SIMPULAN DAN SARAN Simpulan

Sebanyak delapan isolat Streptomyces

spp. memiliki aktivitas penghambatan yang beragam secara in vitro. Empat isolat (LBR02, LSW05, SR02, dan PS4-16) memiliki aktivitas penghambatan yang baik terhadap

mikrob antagonis X. campestris pv. acaciae.

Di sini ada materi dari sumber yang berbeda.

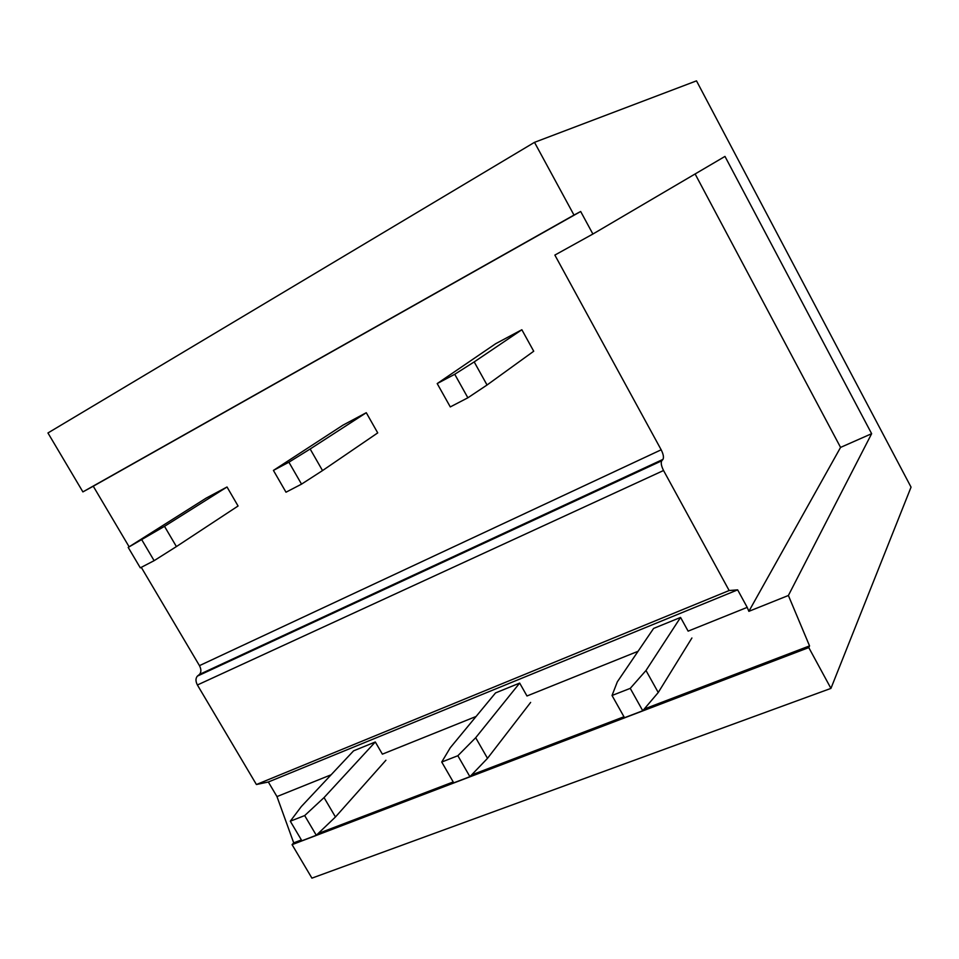 <?xml version="1.0" encoding="UTF-8"?>
<svg xmlns="http://www.w3.org/2000/svg" width="959" height="959" viewBox="0 0 959 959"><rect width="100%" height="100%" fill="white"/><g stroke="black" fill="none" stroke-linecap="round" stroke-linejoin="round"><path stroke-width="1.44" d="M830.938 688.394L808.785 647.589L809.552 645.898L788.382 595.491L871.635 433.696L724.98 156.413L592.89 234.032L580.674 211.495L573.985 215.068L534.499 142.34L696.498 80.856L911.05 487.148L830.938 688.394L311.927 878.144L292.075 844.651L293.706 842.865L276.971 796.581L268.34 782.005L256.413 784.522L197.398 684.99L663.544 470.509C661.326 466.074 660.727 462.849 661.734 460.811L662.969 459.385C663.964 457.359 663.364 454.158 661.171 449.795L199.46 665.642L141.273 567.332M661.794 460.728L197.398 676.107C195.504 678.313 195.504 681.274 197.398 684.99M197.518 676.011L199.46 674.429C201.342 672.247 201.342 669.31 199.46 665.642M129.117 546.798L93.263 486.213L82.894 491.895L47.95 432.965L534.499 142.34M809.552 645.898L644.22 709.025M623.961 716.757L471.576 774.944M453.223 781.957L318.112 833.539M301.378 839.94L293.706 842.865M788.382 595.491L748.859 611.339L747.205 607.371L688.13 631.142L680.566 617.428L645.994 670.497L630.243 688.37L612.034 695.491L617.344 681.813L653.594 628.433L680.566 617.428M808.785 647.589L292.075 844.651M573.985 215.068L82.894 491.895M580.674 211.495L93.263 486.213M592.89 234.032L554.865 255.082L661.171 449.795M747.205 607.371L737.651 589.857L729.152 590.528L256.413 784.522M729.152 590.528L663.544 470.509M737.651 589.857L268.34 782.005M638.083 651.281L526.982 695.982L519.67 683.084L475.688 737.723L457.851 755.728L441.727 762.033L450.251 747.768L495.527 692.925L519.67 683.084M476.108 716.457L382.377 754.158L375.305 741.978L324.046 797.588L304.674 815.582L290.289 821.204L301.318 806.555L353.571 750.849L375.305 741.978M331.107 774.788L276.971 796.581M871.635 433.696L840.564 447.409L695.119 173.963M748.859 611.339L840.564 447.409M227.019 486.992L238.072 506.004L176.408 546.582L164.504 526.335L128.194 547.397L206.089 498.165L227.019 486.992L164.504 526.335M176.408 546.582L154.123 560.667L140.302 567.848L128.194 547.397M154.123 560.667L141.968 540.097M385.914 760.247L335.458 816.984L324.046 797.588M335.458 816.984L316.302 835.277L301.881 840.779L290.289 821.204M316.302 835.277L304.674 815.582M366.278 412.718L377.726 432.893L322.524 470.581L310.153 449.004L288.899 462.202L273.423 470.413L342.974 425.149L366.278 412.718L310.153 449.004M322.524 470.581L301.534 484.139L285.998 492.207L273.423 470.413M301.534 484.139L288.899 462.202M530.639 702.42L487.508 758.341L475.688 737.723M487.508 758.341L469.91 776.682L453.739 782.856L441.727 762.033M469.91 776.682L457.851 755.728M521.852 329.74L533.719 351.234L487.04 385.003L474.19 361.915L454.734 374.274L437.196 383.576L495.755 343.658L521.852 329.74L474.19 361.915M487.04 385.003L467.872 397.793L450.286 406.916L437.196 383.576M467.872 397.793L454.734 374.274M691.907 637.987L658.246 692.506L645.994 670.497M658.246 692.506L642.758 710.751L624.501 717.716L612.034 695.491M642.758 710.751L630.243 688.37M199.352 674.525L662.897 459.469M199.46 674.429L662.969 459.385M197.398 676.107L661.734 460.811"/></g></svg>

Berdasarkan hasil uji in planta, Streptomyces

yang diaplikasikan mampu menekan intensitas penyakit dan meningkatkan tinggi, diameter dan bobot kering tanaman. Isolat SR02 memiliki kemampuan terbaik dalam menghambat mikrob patogen baik secara in vitro maupun in planta.

Saran

Perlu telaah karakterisasi senyawa bioaktif yang dihasilkan oleh Streptomyces isolat SR02 dan PS4-16 serta uji kemampuannya dalam mengahsilkan hormon pertumbuhan. Selain itu perlu dikaji cara pemberian inokulum seperti penyiraman dan penyemprotan untuk mengetahui metode yang lebih efektif dalam mengendalikan

Xanthomonas campestris pv. acaciae serta pemberian dosis bakterisida yang tepat di pembibitan Acacia crassicarpa.